Remember the idea of “a computer on every desk and in every home” was for many years the mantra of Microsoft and did they move mountains in the pursuit of that goal and accomplish it to a far greater degree than anybody imaged. Now they want to put a computer on every person and in every business and they want that computer to be a Microsoft computer. If you connect computing peripherals - running Android for example - or connect to servers running any one of a dozen operating systems (frequently hosted on a Hyper-V platform)

I finally got an Android device a few weeks back (thanks MyBB) and it is lovely - I use it all the time for Skype (Microsoft) and Onedrive (Microsoft)
I haven't played with Remote Desktop yet but the point is my Android tablet is a peripheral that happens to also be my phone. The swing towards MS for people's smartphone is happening and will continue to happen. You can completely avoid the Apple ecosystem or the Google ecosystem but not the Microsoft one and that is what they want.

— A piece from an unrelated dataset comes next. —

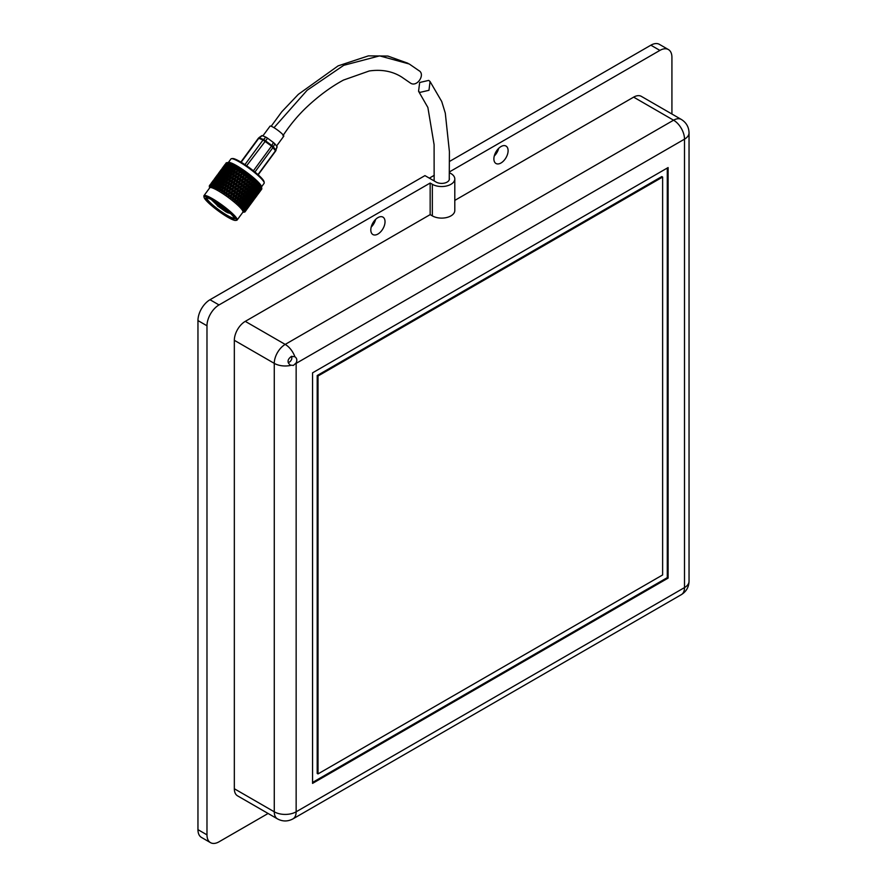 <?xml version="1.0" encoding="UTF-8"?>
<svg xmlns="http://www.w3.org/2000/svg" width="887" height="887" viewBox="0 0 887 887"><rect width="100%" height="100%" fill="white"/><g stroke="black" fill="none" stroke-linecap="round" stroke-linejoin="round"><path stroke-width="1.33" d="M288.231 362.728L290.127 361.608A4.834 2.794 120 0 0 291.756 358.947L291.823 356.286M294.817 356.696L294.883 356.729A15.467 8.937 -120 0 0 285.204 344.411A15.467 8.937 120 0 0 274.271 363.36A15.467 8.937 0 0 0 290.659 365.411C286.967 362.484 287.222 359.479 291.446 356.386L294.883 356.729C296.923 358.182 297.345 360.255 296.136 362.938L293.409 365.411L290.071 365.122M449.288 178.232A7.739 4.468 180 0 1 449.376 178.93A7.739 4.468 180 0 1 447.115 182.09A7.739 4.468 180 0 1 436.171 182.09L424.962 175.615L209.997 299.728L219.022 304.94L430.162 183.044L430.162 214.621L432.346 215.885A13.15 7.595 180 0 0 450.94 215.885A13.15 7.595 180 0 0 454.798 210.518L454.798 178.93A13.15 7.595 0 0 0 450.94 173.564L449.387 172.666M430.162 183.044L432.346 184.308A13.15 7.595 0 0 0 450.94 184.308A13.15 7.595 0 0 0 454.798 178.93M377.917 234.046A10.056 5.81 120 0 0 384.492 225.176A10.056 5.81 120 0 0 382.951 217.127A10.056 5.81 120 0 0 377.917 217.625A10.056 5.81 120 0 0 371.354 226.484A10.056 5.81 120 0 0 372.895 234.545A10.056 5.81 120 0 0 377.917 234.046M371.187 227.072A10.056 5.81 120 0 0 375.622 219.388M500.989 162.986A10.056 5.81 120 0 0 507.564 154.127A10.056 5.81 120 0 0 506.022 146.067A10.056 5.81 120 0 0 500.989 146.566A10.056 5.81 120 0 0 494.425 155.425A10.056 5.81 120 0 0 495.966 163.485A10.056 5.81 120 0 0 500.989 162.986M494.259 156.012A10.056 5.81 120 0 0 498.694 148.329M430.162 214.621L245.278 321.36A15.467 8.937 120 0 0 234.334 340.309L234.334 788.754A15.467 8.937 120 0 0 237.539 795.839L277.476 818.889A15.467 8.937 120 0 1 274.271 811.805A15.467 8.937 0 0 0 296.147 811.805L296.147 363.36A15.467 8.937 180 0 1 295.726 363.592M668.099 578.113L668.099 167.565L312.557 372.839L312.557 783.387L668.099 578.113L667.279 577.637L667.279 168.042M449.399 171.934L659.895 50.404L650.87 45.193L449.498 161.456M296.136 362.938A15.467 8.937 -120 0 1 296.147 363.36L684.509 139.148A15.467 8.937 0 0 0 689.044 132.828C688.844 126.985 686.272 122.517 681.305 119.435L641.368 96.373A15.467 8.937 120 0 0 633.64 97.138L454.798 200.395M268.096 813.479L219.022 841.807A17.019 9.824 -60 0 1 210.507 842.65A17.019 9.824 -60 0 1 206.981 834.855L206.981 325.784A17.019 9.824 -60 0 1 219.022 304.94M659.895 50.404A17.019 9.824 -60 0 1 668.399 49.561A17.019 9.824 -60 0 1 671.925 57.356L671.925 114.013M312.557 782.434L667.279 577.637M650.87 45.193A17.019 9.824 -60 0 1 659.374 44.35L668.399 49.561M210.507 842.65L201.482 837.439A17.019 9.824 -60 0 1 197.956 829.644L197.956 320.573A17.019 9.824 -60 0 1 209.997 299.728M317.202 375.523L317.202 773.431L318.023 773.907L662.622 574.953L662.622 177.045L661.802 176.568L317.202 375.523L318.023 375.999L318.023 773.907M662.622 177.045L318.023 375.999M434.253 175.304L429.341 178.143M282.964 135.678C290.149 124.779 298.154 115.177 306.969 106.883C318.976 95.663 331.15 86.726 343.469 80.074L369.258 70.971C381.687 69.208 392.509 71.237 401.711 77.058L410.581 83.167C417.212 87.514 425.838 74.098 418.719 70.505L409.262 63.997L379.636 55.87L343.735 65.316L307.135 90.263L274.005 127.695M419.906 92.403L418.564 91.272L419.673 82.491L428.731 80.395L430.051 81.515L428.964 90.297L419.906 92.403M261.909 135.589L258.96 137.662L263.483 139.525L265.912 137.152L267.597 138.195L246.63 165.78M276.567 146.022L283.751 136.243A8.504 1.308 -143.7 0 0 280.702 132.562A8.504 1.308 -143.7 0 0 273.518 127.406A8.504 1.308 -143.7 0 0 270.036 126.165L262.874 135.899M267.597 138.195L273.407 142.508L271.555 146.078L263.051 139.98A2.317 1.951 112.4 0 1 263.483 139.525A2.317 0.976 45.7 0 1 264.071 139.747A2.317 0.976 45.7 0 1 265.158 140.556L271.921 145.579A2.317 0.954 25.9 0 1 273.34 146.854L275.868 150.125L277.01 146.599L275.924 145.191L274.826 143.783L273.34 146.854A2.317 2.018 142.3 0 1 273.041 147.397L254.935 172.023M273.407 142.508L274.826 143.783M265.912 137.152L262.275 135.656L259.248 137.784A2.317 1.951 112.4 0 0 258.816 138.239L241.164 162.254M257.973 174.617L275.569 150.679A2.317 2.018 142.3 0 0 275.868 150.125L277.132 146.876M223.069 207.026L223.424 208.013L221.373 206.017M219.488 205.174L221.706 205.751M220.564 205.23L219.477 205.219L220.564 205.263M219.699 205.363L221.34 206.128M221.772 206.383L221.44 207.015L219.699 205.396M223.546 207.846L221.573 207.159L221.927 206.494M223.214 207.868L221.562 207.103M221.495 206.117L223.557 207.857M221.44 207.07L219.477 205.241M222.393 206.771L221.018 205.773M227.072 210.474A6.963 1.075 36.3 0 1 227.094 210.574A6.963 1.075 36.3 0 1 227.061 210.74A6.963 1.075 36.3 0 1 221.218 207.769A6.963 1.075 36.3 0 1 215.807 202.657A6.963 1.075 36.3 0 1 215.84 202.491A6.963 1.075 36.3 0 1 216.095 202.402M231.474 158.673L232.527 158.529A19.802 3.049 36.3 0 1 247.562 166.423A19.802 3.049 36.3 0 1 264.049 181.702L264.226 182.755A20.578 3.171 -143.7 0 0 247.085 166.878A20.578 3.171 -143.7 0 0 231.474 158.673A20.578 3.171 -143.7 0 0 230.975 158.928L228.358 162.476M261.521 186.858L264.126 183.299A20.578 3.171 -143.7 0 0 264.226 182.755M205.751 198.389A17.696 2.728 36.3 0 1 206.261 197.768A17.696 2.728 36.3 0 1 221.706 206.272A17.696 2.728 36.3 0 1 234.423 218.479A17.696 2.728 36.3 0 1 234.434 218.535A17.696 2.728 36.3 0 1 220.497 212.104A17.696 2.728 36.3 0 1 205.751 198.389M206.937 197.801A16.92 2.606 -143.7 0 0 206.915 197.823A16.92 2.606 -143.7 0 0 206.826 198.211A16.92 2.606 -143.7 0 0 219.965 210.64A16.92 2.606 -143.7 0 0 234.179 217.869A16.92 2.606 -143.7 0 0 234.201 217.847M204.043 197.191A19.802 3.049 -143.7 0 0 204.054 197.258A19.802 3.049 -143.7 0 0 218.291 210.918A19.802 3.049 -143.7 0 0 235.576 220.431A19.802 3.049 -143.7 0 0 236.142 219.732A19.802 3.049 -143.7 0 0 219.643 204.387A19.802 3.049 -143.7 0 0 204.043 197.191M203.888 196.271A20.578 3.171 36.3 0 1 203.877 196.204A20.578 3.171 36.3 0 1 203.866 196.138A20.578 3.171 36.3 0 1 203.966 195.661A20.578 3.171 36.3 0 1 221.251 204.442A20.578 3.171 36.3 0 1 237.228 219.555A20.578 3.171 36.3 0 1 237.128 220.031A20.578 3.171 36.3 0 1 236.629 220.286L235.576 220.431M261.665 187.789L261.454 186.514A20.578 3.171 -143.7 0 0 244.324 170.637A20.578 3.171 -143.7 0 0 228.702 162.432L226.651 162.72A22.086 3.404 36.3 0 1 226.895 162.709L225.154 164.849L226.584 162.731A22.086 3.404 36.3 0 1 226.651 162.72M203.966 195.661L209.764 187.778A20.578 3.171 36.3 0 1 227.05 196.559A20.578 3.171 36.3 0 1 243.016 211.671A20.578 3.171 36.3 0 1 242.916 212.148L237.128 220.031M209.709 185.671L209.321 186.137A22.086 3.404 -143.7 0 0 209.321 186.192A22.086 3.404 -143.7 0 0 209.332 186.248L209.543 187.445L209.332 186.248M245.023 211.838A22.086 3.404 -143.7 0 0 245.067 211.76L243.892 212.082L244.923 211.949A22.086 3.404 -143.7 0 1 244.879 211.982L244.734 212.048A22.086 3.404 -143.7 0 1 244.635 212.082L244.446 212.115M242.772 212.348L243.448 212.259M245.111 211.616A22.086 3.404 -143.7 0 0 245.122 211.561L247.429 208.456L245.111 211.616L244.058 211.805L245.067 211.76M245.134 211.383A22.086 3.404 -143.7 0 0 245.122 211.328A22.086 3.404 -143.7 0 0 245.122 211.272L244.08 211.705L245.122 211.561M243.404 171.524A22.086 3.404 36.3 0 1 243.969 171.923L241.829 173.664L242.85 171.136A22.086 3.404 36.3 0 1 243.404 171.524M245.1 172.732A22.086 3.404 36.3 0 1 246.22 173.553L244.08 175.282L245.377 172.156L243.969 171.923M247.329 174.373A22.086 3.404 36.3 0 1 248.427 175.216L246.298 176.934L247.528 173.752L246.22 173.553M249.502 176.047A22.086 3.404 36.3 0 1 250.555 176.89L248.46 178.609L249.635 175.36L248.427 175.216M251.586 177.733A22.086 3.404 36.3 0 1 252.595 178.553L250.522 180.283L251.664 176.979L250.888 176.358L250.555 176.89M253.56 179.374A22.086 3.404 36.3 0 1 254.48 180.183L252.451 181.924L253.56 179.374L253.571 178.575L252.839 177.965L252.595 178.553M255.367 180.97A22.086 3.404 36.3 0 1 256.21 181.746L254.225 183.498L255.367 180.97L255.334 180.128L254.658 179.529L254.48 180.183M257.008 182.489A22.086 3.404 36.3 0 1 257.751 183.221L255.811 184.995L257.008 182.489L256.321 181.037L256.21 181.746M258.427 183.908A22.086 3.404 36.3 0 1 259.059 184.574L257.186 186.392L258.427 183.908L257.795 182.445L257.751 183.221M259.636 185.206A22.086 3.404 36.3 0 1 260.135 185.804L258.317 187.645L259.636 185.206L259.059 184.574M260.578 186.359A22.086 3.404 36.3 0 1 260.955 186.869L259.204 188.765L260.578 186.359L260.135 185.804M261.266 187.345A22.086 3.404 36.3 0 1 261.51 187.778L259.824 189.707L260.955 186.869M261.687 188.155A22.086 3.404 36.3 0 1 261.787 188.487L260.168 190.472L261.51 187.778M261.621 187.501L261.787 188.487M261.82 188.776A22.086 3.404 36.3 0 1 261.776 189.009L260.235 191.038L261.82 188.776L261.643 187.711M260.778 190.35L258.239 193.865L261.665 189.197L261.521 188.133M238.98 201.671L239.557 202.203M225.819 163.385L226.152 162.942A22.086 3.404 36.3 0 1 226.329 162.809L225.819 163.385M226.651 163.119L227.349 163.585L227.405 162.665L226.329 162.809M226.063 163.219L226.728 163.64L225.486 164.062L222.947 167.521L225.486 164.062M223.956 165.947L222.593 167.787L225.132 164.328L223.956 165.947L224.611 166.346M227.283 162.731A22.086 3.404 36.3 0 1 227.737 162.809L225.93 164.904L227.283 162.731L228.247 162.576L226.895 162.709M224.4 165.747L225.087 166.191L225.154 164.849M221.983 168.608L223.358 166.778L221.983 168.608M222.227 168.43L222.903 168.852M220.109 171.169L218.756 172.998L221.295 169.55L220.109 171.169L220.774 171.568M227.504 163.241L228.214 163.74L228.779 162.676L227.737 162.809M224.622 165.725L226.13 164.006L224.622 165.725M225.132 165.769L225.83 166.246L225.93 164.904M227.349 163.585L226.13 164.006M222.393 168.375L223.857 166.623L222.393 168.375M222.814 168.342L223.513 168.807L223.591 167.466M225.087 166.191L223.857 166.623M220.231 171.069L221.65 169.284L220.231 171.069M220.564 170.969L221.251 171.413L221.318 170.071M218.147 173.819L219.521 172L218.147 173.819M218.39 173.641L219.067 174.074L217.825 174.495L215.286 177.954L217.825 174.495M216.273 176.38L214.92 178.22L217.459 174.761L216.273 176.38L216.938 176.779M227.848 163.33L228.247 162.942A22.086 3.404 36.3 0 1 228.824 163.119L226.95 165.159L227.848 163.33M228.613 163.574L229.334 164.084L229.844 162.986L228.824 163.119M225.431 165.814L227.028 164.173L226.107 165.991L224.489 167.621L225.431 165.814M226.107 165.991L226.828 166.49L226.95 165.159M228.214 163.74L227.028 164.173M223.069 168.364L224.622 166.667L223.069 168.364M223.668 168.463L224.378 168.951L224.489 167.621M225.83 166.246L224.622 166.667M220.785 170.947L222.293 169.229L220.785 170.947M221.284 170.98L221.994 171.457L222.083 170.127M223.513 168.807L222.293 169.229M218.557 173.597L220.02 171.834L218.557 173.597M218.978 173.553L219.677 174.018L219.754 172.677M221.251 171.413L220.02 171.834M216.727 176.191L217.415 176.624L217.481 175.293M214.31 179.041L215.685 177.223L214.31 179.041M214.554 178.864L215.231 179.285M212.448 181.591L211.084 183.432L213.623 179.983L212.448 181.591L213.102 182.001M229.046 163.729L229.456 163.352A22.086 3.404 36.3 0 1 230.154 163.64L228.225 165.625L229.046 163.729M229.955 164.106L230.664 164.638L231.141 163.496L230.154 163.64M226.507 166.113L228.181 164.527L227.338 166.423L225.642 167.987L226.507 166.113M227.338 166.423L228.059 166.944L228.225 165.625M229.334 164.084L228.181 164.527M224.012 168.552L225.653 166.933L224.777 168.796L223.114 170.382L224.012 168.552M224.777 168.796L225.498 169.306L225.642 167.987M226.828 166.49L225.653 166.933M221.595 171.036L223.191 169.384L222.271 171.213L220.652 172.832L221.595 171.036M222.271 171.213L222.992 171.712L223.114 170.382M224.378 168.951L223.191 169.384M219.233 173.575L220.785 171.89L219.233 173.575M219.832 173.675L220.553 174.162L220.652 172.832M221.994 171.457L220.785 171.89M216.949 176.169L218.457 174.44L216.949 176.169M217.448 176.203L218.158 176.679L218.257 175.338M219.677 174.018L218.457 174.44M214.721 178.808L216.184 177.056L214.721 178.808M215.142 178.775L215.84 179.241L215.918 177.899M217.415 176.624L216.184 177.056M212.57 181.502L213.989 179.717L212.57 181.502M212.891 181.403L213.59 181.846L213.645 180.505M210.474 184.263L209.576 185.549A22.086 3.404 -143.7 0 0 209.532 185.583L210.474 184.263M210.718 184.086L211.394 184.507M230.465 164.328L230.897 163.973A22.086 3.404 36.3 0 1 231.695 164.35L229.722 166.29L230.465 164.328M231.518 164.838L232.206 165.37L232.638 164.195L231.695 164.35M227.815 166.612L229.567 165.093L228.802 167.055L227.028 168.552L227.815 166.612M228.802 167.055L229.5 167.588L229.722 166.29M230.664 164.638L229.567 165.093M225.209 168.951L226.928 167.399L226.13 169.328L224.389 170.847L225.209 168.951M226.13 169.328L226.828 169.849L227.028 168.552M228.059 166.944L226.928 167.399M222.659 171.335L224.344 169.75L223.502 171.646L221.805 173.198L222.659 171.335M223.502 171.646L224.223 172.167L224.389 170.847M225.498 169.306L224.344 169.75M220.187 173.763L221.817 172.145L220.941 174.007L219.277 175.604L220.187 173.763M220.941 174.007L221.661 174.517L221.805 173.198M222.992 171.712L221.817 172.145M217.758 176.258L219.355 174.606L218.435 176.424L216.816 178.054L217.758 176.258M218.435 176.424L219.156 176.934L219.277 175.604M220.553 174.162L219.355 174.606M215.397 178.797L216.949 177.112L215.397 178.797M215.996 178.897L216.716 179.385L216.816 178.054M218.158 176.679L216.949 177.112M213.113 181.38L214.621 179.662L213.113 181.38M213.623 181.414L214.332 181.89L214.421 180.56M215.84 179.241L214.621 179.662M210.884 184.03L210.086 185.405A22.086 3.404 -143.7 0 0 210.008 185.405L210.884 184.03M211.306 183.997L212.004 184.452L212.082 183.11M213.59 181.846L212.348 182.267M232.095 165.126L232.538 164.771A22.086 3.404 36.3 0 1 233.436 165.248L231.407 167.144L232.095 165.126M233.27 165.747L233.924 166.279L234.323 165.071L233.436 165.248M229.345 167.31L231.152 165.858L230.465 167.876L228.624 169.306L229.345 167.31M230.465 167.876L231.13 168.408L231.407 167.144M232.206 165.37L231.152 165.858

Agreed that this is the correct move. Satya Nadella is correcting the mistakes of Steve Balmer.
I do not agree with you about being unable to avoid Microsoft. I used to be very heavily skewed towards Microsoft software (and helped write some of the Xamarin/Mono stack), but in the last few years, I haven't touched anything from them. Not out of a desire to avoid their products, but more so that they have just disappeared in tech circles (Although I suspect they still have a strong presence in Enterprise). They are a company I had kinda forgotten exists
 
Agreed that this is the correct move. Satya Nadella is correcting the mistakes of Steve Balmer.
I do not agree with you about being unable to avoid Microsoft. I used to be very heavily skewed towards Microsoft software (and helped write some of the Xamarin/Mono stack), but in the last few years, I haven't touched anything from them. Not out of a desire to avoid their products, but more so that they have just disappeared in tech circles (Although I suspect they still have a strong presence in Enterprise). They are a company I had kinda forgotten exists

In the Enterprise space they are massive..

and while you may not consciously have touched anything from MS for the last few years, but its a guarantee that something you have used has been Microsoft based, even if you didn't know it.
 
In the Enterprise space they are massive..

and while you may not consciously have touched anything from MS for the last few years, but its a guarantee that something you have used has been Microsoft based, even if you didn't know it.

Quite possibly, but nothing that I am aware of
 
As someone said, the new Microsoft doesn't really want to own the boats and ships (devices); they aim to be the ocean in which everything floats.

This, this, this.... And this!
 
In the Enterprise space they are massive..

and while you may not consciously have touched anything from MS for the last few years, but its a guarantee that something you have used has been Microsoft based, even if you didn't know it.

Azure... A badass, very few joe publics even realise is out there. Even Apple like Azure.
 
Azure... A badass, very few joe publics even realise is out there. Even Apple like Azure.
I wish they'd open it up for students to play around and dev with it, but I can't complain I still have $100 in DigitalOcean credit
 
VS and .Net has been fading rapidly over the last decade. In Silicon Valley you have a higher chance of finding unicorns than finding one of the startups using .Net

Ok, so it's not Silicon valley, but StackOverflow runs on .NET.
 
This probably means Silverlight will also become Linux compatible at some point in the future. Good news for those who currently have to implement workarounds to watch Netflix on a Linux box.

No Silverlight is on it's way out, so doubt they will put any effort on getting that onto Linux.
 
I believe Kalahari.com (the site) also runs on .Net. Perhaps other parts of it as well?